Predicting recovery following stroke: deep learning, multimodal data and feature selection using explainable AI

Machine learning offers great potential for automated prediction of post-stroke symptoms and their response to rehabilitation. Major challenges for this endeavour include the very high dimensionality of neuroimaging data, the relatively small size of the datasets available for learning, and how to effectively combine neuroimaging and tabular data (e.g. demographic information and clinical characteristics). This paper evaluates several solutions based on two strategies. The first is to use 2D images that summarise MRI scans.

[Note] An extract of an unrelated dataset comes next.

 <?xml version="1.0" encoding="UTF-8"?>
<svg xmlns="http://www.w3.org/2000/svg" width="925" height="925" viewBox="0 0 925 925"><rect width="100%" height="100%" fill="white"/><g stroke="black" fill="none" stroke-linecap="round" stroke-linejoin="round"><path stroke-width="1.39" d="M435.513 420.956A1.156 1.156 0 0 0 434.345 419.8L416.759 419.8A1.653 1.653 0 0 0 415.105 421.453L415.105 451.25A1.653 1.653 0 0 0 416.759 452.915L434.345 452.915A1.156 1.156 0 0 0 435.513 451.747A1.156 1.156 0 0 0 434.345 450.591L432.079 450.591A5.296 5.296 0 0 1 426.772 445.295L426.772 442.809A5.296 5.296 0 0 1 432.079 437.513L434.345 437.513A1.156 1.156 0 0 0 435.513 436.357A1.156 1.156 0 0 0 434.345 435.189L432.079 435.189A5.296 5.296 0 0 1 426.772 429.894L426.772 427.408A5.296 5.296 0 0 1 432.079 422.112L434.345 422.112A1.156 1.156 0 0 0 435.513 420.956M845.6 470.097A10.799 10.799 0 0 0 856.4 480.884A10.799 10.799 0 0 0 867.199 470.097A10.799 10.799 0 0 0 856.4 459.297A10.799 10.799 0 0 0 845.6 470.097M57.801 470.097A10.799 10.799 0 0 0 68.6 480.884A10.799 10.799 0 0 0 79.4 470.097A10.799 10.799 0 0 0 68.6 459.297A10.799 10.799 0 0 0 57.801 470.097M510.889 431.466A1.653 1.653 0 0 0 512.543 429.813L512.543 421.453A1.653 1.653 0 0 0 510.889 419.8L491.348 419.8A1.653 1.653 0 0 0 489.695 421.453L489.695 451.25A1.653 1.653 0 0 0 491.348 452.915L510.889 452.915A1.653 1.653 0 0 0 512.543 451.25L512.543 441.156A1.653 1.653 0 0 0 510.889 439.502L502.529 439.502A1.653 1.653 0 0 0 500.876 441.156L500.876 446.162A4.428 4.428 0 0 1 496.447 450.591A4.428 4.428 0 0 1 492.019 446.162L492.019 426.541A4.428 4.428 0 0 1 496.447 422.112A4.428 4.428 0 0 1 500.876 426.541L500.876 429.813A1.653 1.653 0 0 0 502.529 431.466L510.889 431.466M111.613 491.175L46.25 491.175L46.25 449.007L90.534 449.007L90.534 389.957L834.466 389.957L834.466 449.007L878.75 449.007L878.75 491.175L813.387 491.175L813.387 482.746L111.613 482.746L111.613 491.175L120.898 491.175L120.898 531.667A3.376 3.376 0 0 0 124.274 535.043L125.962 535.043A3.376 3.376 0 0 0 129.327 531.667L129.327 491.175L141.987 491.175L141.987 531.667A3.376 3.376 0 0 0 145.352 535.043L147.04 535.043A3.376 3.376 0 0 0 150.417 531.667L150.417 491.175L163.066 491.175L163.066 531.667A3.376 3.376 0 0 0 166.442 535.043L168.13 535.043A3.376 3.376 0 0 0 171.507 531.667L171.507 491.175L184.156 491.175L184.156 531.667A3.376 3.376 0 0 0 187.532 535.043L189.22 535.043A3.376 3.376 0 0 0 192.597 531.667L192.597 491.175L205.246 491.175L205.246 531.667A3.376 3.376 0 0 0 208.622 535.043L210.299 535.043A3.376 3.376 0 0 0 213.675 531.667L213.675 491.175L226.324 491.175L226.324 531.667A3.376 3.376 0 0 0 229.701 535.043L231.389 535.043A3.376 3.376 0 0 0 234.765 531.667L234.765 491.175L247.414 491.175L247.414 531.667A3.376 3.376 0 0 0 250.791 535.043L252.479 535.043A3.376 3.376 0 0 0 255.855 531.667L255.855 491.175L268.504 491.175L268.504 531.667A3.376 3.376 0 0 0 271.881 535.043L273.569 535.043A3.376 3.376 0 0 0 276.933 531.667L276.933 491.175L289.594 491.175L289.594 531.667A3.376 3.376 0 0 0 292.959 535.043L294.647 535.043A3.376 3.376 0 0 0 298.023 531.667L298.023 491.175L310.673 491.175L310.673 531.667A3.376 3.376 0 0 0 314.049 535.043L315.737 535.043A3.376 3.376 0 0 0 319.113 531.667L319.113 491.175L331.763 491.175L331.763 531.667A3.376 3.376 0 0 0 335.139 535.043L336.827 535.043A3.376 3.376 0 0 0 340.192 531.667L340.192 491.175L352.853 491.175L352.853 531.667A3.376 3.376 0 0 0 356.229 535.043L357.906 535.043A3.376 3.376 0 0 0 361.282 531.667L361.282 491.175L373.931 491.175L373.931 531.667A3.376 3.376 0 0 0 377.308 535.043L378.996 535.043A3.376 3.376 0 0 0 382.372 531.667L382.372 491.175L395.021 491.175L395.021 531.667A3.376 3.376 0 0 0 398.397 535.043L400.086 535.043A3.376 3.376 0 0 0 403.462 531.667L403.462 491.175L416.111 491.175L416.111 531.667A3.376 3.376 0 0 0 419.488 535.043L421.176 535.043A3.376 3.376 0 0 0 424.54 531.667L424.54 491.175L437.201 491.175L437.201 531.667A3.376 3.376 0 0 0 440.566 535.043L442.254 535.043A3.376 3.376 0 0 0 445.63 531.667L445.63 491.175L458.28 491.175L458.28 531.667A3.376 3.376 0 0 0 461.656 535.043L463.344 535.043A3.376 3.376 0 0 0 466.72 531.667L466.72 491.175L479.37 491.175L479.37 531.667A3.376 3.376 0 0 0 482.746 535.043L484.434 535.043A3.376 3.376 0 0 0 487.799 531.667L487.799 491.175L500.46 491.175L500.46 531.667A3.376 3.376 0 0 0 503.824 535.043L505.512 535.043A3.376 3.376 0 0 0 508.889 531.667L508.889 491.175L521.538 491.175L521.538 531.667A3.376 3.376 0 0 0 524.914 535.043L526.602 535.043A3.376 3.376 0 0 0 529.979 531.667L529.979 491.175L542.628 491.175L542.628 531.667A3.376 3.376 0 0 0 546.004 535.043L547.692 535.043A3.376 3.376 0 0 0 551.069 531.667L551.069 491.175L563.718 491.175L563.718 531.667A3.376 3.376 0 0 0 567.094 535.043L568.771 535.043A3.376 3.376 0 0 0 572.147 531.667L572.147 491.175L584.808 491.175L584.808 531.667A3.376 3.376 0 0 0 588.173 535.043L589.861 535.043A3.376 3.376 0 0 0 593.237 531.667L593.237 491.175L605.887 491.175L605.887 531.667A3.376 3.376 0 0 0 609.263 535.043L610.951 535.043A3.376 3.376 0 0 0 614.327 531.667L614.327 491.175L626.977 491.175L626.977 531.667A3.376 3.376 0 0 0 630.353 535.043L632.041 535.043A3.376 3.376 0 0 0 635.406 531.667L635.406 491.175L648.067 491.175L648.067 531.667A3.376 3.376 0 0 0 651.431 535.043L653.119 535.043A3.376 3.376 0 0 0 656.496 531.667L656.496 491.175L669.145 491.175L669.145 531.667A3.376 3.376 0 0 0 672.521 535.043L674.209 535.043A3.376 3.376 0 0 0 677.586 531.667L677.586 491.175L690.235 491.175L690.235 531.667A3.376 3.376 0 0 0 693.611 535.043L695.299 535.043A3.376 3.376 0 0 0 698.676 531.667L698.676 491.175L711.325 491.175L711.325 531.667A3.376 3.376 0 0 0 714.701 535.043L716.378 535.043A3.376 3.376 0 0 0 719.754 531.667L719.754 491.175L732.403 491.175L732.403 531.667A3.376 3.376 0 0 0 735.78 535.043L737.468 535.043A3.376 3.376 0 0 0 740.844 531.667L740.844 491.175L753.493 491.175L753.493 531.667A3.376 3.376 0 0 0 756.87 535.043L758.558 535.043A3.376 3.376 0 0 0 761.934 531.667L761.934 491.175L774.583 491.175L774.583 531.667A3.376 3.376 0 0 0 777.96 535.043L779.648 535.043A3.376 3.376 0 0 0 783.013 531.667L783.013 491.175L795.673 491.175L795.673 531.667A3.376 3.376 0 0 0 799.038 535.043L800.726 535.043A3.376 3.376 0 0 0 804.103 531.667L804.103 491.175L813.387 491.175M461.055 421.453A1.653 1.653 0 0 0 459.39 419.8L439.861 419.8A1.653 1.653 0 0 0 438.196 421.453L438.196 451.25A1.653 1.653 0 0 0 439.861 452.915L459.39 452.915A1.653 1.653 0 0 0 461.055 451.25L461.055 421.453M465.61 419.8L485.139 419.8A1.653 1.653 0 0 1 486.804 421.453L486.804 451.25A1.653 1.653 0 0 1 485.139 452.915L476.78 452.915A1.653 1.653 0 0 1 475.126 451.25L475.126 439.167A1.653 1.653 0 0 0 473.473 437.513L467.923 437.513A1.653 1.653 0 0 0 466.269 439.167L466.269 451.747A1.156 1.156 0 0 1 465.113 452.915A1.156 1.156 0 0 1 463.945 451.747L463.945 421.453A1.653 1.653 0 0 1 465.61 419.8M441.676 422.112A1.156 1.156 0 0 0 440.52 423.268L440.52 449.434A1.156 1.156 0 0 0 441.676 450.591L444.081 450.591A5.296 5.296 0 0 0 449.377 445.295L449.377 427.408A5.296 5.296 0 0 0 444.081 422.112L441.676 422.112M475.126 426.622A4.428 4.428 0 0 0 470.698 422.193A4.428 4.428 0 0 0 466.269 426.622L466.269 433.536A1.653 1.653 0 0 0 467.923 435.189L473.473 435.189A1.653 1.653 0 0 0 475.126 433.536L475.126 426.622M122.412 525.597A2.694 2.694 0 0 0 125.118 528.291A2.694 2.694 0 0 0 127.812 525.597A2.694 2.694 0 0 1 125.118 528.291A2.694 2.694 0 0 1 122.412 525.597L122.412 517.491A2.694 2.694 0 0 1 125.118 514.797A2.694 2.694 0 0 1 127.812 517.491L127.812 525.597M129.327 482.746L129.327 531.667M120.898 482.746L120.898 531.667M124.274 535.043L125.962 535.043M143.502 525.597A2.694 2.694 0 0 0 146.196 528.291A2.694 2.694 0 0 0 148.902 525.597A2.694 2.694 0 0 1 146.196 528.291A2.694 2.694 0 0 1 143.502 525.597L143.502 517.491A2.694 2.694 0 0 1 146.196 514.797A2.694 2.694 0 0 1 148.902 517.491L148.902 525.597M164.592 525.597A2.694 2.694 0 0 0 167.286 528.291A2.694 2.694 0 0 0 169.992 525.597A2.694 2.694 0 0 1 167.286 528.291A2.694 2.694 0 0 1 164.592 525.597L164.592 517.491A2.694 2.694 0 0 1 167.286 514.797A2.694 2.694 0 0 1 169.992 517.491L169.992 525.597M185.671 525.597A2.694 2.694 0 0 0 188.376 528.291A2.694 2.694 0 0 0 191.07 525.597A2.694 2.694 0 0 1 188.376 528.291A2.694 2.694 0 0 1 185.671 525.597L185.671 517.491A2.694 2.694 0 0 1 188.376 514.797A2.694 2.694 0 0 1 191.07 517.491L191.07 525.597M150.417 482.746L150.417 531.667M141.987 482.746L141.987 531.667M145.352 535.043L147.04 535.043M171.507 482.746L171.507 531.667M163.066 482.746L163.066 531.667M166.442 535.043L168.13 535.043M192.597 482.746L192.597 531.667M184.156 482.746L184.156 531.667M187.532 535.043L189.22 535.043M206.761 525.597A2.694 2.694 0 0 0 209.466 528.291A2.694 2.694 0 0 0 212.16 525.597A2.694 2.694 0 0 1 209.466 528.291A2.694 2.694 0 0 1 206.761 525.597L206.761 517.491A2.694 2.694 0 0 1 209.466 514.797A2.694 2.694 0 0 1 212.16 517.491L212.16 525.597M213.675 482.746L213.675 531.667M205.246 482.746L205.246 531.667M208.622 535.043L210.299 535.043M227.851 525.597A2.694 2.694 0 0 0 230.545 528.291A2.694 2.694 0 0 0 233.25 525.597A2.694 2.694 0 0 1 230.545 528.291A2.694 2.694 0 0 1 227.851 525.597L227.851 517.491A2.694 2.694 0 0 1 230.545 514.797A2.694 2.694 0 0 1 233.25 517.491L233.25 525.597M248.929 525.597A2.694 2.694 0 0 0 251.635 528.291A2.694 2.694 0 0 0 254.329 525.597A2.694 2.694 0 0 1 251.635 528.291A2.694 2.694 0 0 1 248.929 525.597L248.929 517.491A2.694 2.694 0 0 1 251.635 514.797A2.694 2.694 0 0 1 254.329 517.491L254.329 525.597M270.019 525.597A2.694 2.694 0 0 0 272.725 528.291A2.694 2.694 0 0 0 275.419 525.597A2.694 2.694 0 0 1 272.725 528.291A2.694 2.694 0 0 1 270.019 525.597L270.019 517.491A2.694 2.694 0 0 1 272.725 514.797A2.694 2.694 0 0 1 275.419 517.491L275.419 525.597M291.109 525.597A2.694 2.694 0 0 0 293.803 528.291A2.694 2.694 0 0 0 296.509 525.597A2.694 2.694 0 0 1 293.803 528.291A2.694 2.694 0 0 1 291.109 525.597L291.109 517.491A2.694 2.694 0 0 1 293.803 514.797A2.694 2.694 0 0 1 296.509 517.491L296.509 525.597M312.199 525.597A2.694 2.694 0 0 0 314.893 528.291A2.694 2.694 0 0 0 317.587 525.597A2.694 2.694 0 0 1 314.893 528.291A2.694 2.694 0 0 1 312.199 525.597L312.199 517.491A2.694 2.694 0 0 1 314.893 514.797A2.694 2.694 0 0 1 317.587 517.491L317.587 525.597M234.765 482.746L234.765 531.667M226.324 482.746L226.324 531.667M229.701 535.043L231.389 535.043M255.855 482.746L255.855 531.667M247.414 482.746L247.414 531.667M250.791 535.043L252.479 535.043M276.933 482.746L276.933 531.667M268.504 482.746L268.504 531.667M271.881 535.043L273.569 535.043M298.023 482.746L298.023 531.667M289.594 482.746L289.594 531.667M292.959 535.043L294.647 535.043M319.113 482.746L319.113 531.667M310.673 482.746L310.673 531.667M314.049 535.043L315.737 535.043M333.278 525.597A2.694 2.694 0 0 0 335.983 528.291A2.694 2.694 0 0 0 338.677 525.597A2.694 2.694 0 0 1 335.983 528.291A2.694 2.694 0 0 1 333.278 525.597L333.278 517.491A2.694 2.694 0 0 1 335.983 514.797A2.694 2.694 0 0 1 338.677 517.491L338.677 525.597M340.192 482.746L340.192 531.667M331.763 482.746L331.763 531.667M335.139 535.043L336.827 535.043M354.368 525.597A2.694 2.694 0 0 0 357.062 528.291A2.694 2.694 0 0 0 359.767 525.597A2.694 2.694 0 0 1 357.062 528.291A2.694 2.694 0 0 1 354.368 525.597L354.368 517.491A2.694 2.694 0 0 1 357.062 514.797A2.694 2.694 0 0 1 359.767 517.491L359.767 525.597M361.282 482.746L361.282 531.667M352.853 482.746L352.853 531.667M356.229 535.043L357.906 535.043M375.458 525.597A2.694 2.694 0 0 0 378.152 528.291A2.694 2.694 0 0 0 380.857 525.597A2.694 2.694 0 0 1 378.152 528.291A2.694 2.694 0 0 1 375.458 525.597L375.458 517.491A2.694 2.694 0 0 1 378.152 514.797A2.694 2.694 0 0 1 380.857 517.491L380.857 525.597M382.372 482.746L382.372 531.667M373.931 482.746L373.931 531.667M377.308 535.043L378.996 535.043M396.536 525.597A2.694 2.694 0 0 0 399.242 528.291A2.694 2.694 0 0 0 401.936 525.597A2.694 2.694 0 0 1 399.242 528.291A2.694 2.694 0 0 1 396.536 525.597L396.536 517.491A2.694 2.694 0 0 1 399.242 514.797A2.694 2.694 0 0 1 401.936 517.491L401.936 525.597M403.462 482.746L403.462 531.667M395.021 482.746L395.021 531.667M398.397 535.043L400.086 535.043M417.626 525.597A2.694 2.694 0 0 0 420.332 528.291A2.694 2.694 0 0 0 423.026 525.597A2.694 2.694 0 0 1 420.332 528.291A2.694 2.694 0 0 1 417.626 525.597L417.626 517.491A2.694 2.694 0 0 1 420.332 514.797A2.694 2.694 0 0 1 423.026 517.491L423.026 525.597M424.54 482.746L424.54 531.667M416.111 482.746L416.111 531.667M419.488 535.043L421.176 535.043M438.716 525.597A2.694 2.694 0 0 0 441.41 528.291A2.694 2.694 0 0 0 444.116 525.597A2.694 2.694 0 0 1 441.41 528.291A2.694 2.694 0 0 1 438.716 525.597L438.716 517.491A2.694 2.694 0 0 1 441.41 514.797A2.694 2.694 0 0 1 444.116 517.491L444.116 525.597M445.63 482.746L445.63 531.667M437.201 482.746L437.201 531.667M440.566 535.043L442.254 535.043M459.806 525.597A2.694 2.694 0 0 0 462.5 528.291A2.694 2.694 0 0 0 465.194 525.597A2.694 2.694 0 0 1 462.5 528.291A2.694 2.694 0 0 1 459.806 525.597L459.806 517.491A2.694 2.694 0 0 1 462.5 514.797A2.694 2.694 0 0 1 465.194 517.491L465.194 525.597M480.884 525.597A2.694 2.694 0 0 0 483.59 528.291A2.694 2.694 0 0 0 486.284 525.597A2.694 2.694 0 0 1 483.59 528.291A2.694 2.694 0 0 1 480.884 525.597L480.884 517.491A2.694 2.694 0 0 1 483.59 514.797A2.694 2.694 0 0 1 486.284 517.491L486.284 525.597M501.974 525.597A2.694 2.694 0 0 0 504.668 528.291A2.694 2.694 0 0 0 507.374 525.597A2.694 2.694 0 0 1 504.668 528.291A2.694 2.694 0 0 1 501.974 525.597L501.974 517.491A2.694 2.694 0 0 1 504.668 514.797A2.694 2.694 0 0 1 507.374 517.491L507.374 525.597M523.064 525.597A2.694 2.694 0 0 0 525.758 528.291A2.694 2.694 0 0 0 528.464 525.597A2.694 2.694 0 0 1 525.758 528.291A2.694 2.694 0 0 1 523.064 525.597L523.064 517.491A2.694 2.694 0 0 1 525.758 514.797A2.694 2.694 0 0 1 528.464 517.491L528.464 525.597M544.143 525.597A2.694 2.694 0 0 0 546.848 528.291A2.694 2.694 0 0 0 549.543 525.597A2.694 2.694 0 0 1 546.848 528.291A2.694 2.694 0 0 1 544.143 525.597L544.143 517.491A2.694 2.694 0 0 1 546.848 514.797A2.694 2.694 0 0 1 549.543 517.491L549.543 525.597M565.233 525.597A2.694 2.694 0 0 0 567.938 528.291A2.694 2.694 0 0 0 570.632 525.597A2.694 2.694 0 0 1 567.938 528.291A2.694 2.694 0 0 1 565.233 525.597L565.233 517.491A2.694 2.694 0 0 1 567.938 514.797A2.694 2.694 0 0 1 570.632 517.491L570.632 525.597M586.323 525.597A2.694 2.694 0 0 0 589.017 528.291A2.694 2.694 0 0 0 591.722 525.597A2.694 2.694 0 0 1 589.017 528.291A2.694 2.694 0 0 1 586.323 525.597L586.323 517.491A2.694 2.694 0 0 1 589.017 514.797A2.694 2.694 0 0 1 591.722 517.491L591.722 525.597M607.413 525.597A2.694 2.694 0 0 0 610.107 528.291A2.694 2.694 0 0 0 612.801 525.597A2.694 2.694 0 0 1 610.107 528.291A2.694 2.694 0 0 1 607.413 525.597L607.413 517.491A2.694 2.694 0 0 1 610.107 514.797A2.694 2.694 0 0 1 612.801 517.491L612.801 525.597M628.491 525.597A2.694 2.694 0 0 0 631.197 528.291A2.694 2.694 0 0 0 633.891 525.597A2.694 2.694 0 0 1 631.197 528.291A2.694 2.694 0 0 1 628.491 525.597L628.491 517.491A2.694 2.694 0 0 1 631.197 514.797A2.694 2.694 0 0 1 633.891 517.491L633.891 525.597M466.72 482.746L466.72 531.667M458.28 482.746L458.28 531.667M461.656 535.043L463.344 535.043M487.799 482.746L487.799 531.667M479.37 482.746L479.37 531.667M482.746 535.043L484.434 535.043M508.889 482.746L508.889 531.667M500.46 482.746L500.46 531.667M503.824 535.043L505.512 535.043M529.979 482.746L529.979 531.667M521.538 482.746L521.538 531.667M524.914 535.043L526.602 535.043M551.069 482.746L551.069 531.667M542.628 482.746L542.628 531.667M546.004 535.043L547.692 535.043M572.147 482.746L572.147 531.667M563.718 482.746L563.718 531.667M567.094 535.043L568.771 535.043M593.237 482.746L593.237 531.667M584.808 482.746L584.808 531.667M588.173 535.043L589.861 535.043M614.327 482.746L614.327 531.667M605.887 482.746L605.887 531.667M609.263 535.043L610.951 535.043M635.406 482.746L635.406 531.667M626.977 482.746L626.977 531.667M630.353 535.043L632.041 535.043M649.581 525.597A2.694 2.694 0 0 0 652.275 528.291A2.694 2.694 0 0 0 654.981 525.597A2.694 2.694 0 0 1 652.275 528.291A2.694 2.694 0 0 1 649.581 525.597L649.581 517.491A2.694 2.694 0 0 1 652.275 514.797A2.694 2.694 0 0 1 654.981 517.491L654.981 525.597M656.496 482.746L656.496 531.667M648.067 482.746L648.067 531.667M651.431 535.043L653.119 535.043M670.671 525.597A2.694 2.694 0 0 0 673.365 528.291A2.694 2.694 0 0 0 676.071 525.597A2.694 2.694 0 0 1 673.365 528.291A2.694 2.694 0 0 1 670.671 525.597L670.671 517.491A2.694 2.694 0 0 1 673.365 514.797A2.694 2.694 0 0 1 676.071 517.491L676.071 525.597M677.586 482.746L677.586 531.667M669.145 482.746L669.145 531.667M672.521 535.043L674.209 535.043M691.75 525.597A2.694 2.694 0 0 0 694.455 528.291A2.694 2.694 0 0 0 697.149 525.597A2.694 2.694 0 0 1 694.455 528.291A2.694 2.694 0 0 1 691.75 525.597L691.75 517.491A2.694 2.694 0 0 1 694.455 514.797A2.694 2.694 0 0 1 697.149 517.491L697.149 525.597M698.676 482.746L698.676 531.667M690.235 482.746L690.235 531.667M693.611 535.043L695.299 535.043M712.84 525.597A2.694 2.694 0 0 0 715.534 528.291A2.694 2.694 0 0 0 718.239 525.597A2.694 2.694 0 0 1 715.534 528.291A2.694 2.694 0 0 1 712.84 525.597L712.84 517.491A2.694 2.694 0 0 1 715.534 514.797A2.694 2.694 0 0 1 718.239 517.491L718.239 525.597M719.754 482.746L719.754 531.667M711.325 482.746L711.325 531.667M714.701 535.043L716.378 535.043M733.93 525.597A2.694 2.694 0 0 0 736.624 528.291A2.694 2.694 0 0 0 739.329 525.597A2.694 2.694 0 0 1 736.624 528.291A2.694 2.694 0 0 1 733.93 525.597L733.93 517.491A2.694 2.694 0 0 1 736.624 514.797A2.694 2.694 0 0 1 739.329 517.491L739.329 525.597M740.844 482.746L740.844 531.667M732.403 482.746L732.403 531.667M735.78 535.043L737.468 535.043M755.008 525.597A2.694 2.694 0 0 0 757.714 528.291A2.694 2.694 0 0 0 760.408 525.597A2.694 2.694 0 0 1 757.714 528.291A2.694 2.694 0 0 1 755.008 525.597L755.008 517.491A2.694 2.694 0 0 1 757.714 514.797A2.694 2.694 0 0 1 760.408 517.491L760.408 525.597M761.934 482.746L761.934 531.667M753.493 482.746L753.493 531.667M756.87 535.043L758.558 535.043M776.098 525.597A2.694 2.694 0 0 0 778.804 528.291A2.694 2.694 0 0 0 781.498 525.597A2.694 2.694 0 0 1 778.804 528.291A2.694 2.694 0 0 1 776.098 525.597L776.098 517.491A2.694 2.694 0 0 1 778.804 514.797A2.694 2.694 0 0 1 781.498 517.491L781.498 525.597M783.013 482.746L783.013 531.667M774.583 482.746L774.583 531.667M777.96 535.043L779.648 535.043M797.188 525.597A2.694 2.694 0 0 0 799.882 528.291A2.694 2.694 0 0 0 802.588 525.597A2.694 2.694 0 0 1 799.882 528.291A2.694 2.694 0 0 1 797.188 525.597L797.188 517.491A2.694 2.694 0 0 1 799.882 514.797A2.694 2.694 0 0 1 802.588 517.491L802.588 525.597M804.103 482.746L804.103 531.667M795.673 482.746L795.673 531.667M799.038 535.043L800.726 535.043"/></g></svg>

The second is to select key features that improve classification accuracy. Additionally, we introduce the novel approach of training a convolutional neural network (CNN) on images that combine regions-of-interest extracted from MRIs, with symbolic representations of tabular data. We evaluate a series of CNN architectures (both 2D and a 3D) that are trained on different representations of MRI and tabular data, to predict whether a composite measure of post-stroke spoken picture description ability is in the aphasic or non-aphasic range. MRI and tabular data were acquired from 758 English speaking stroke survivors who participated in the PLORAS study. The classification accuracy for a baseline logistic regression was 0.678 for lesion size alone, rising to 0.757 and 0.813 when initial symptom severity and recovery time were successively added. The highest classification accuracy 0.854 was observed when 8 regions-of-interest was extracted from each MRI scan and combined with lesion size, initial severity and recovery time in a 2D Residual Neural Network.Our findings demonstrate how imaging and tabular data can be combined for high post-stroke classification accuracy, even when the dataset is small in machine learning terms. We conclude by proposing how the current models could be improved to achieve even higher levels of accuracy using images from hospital scanners.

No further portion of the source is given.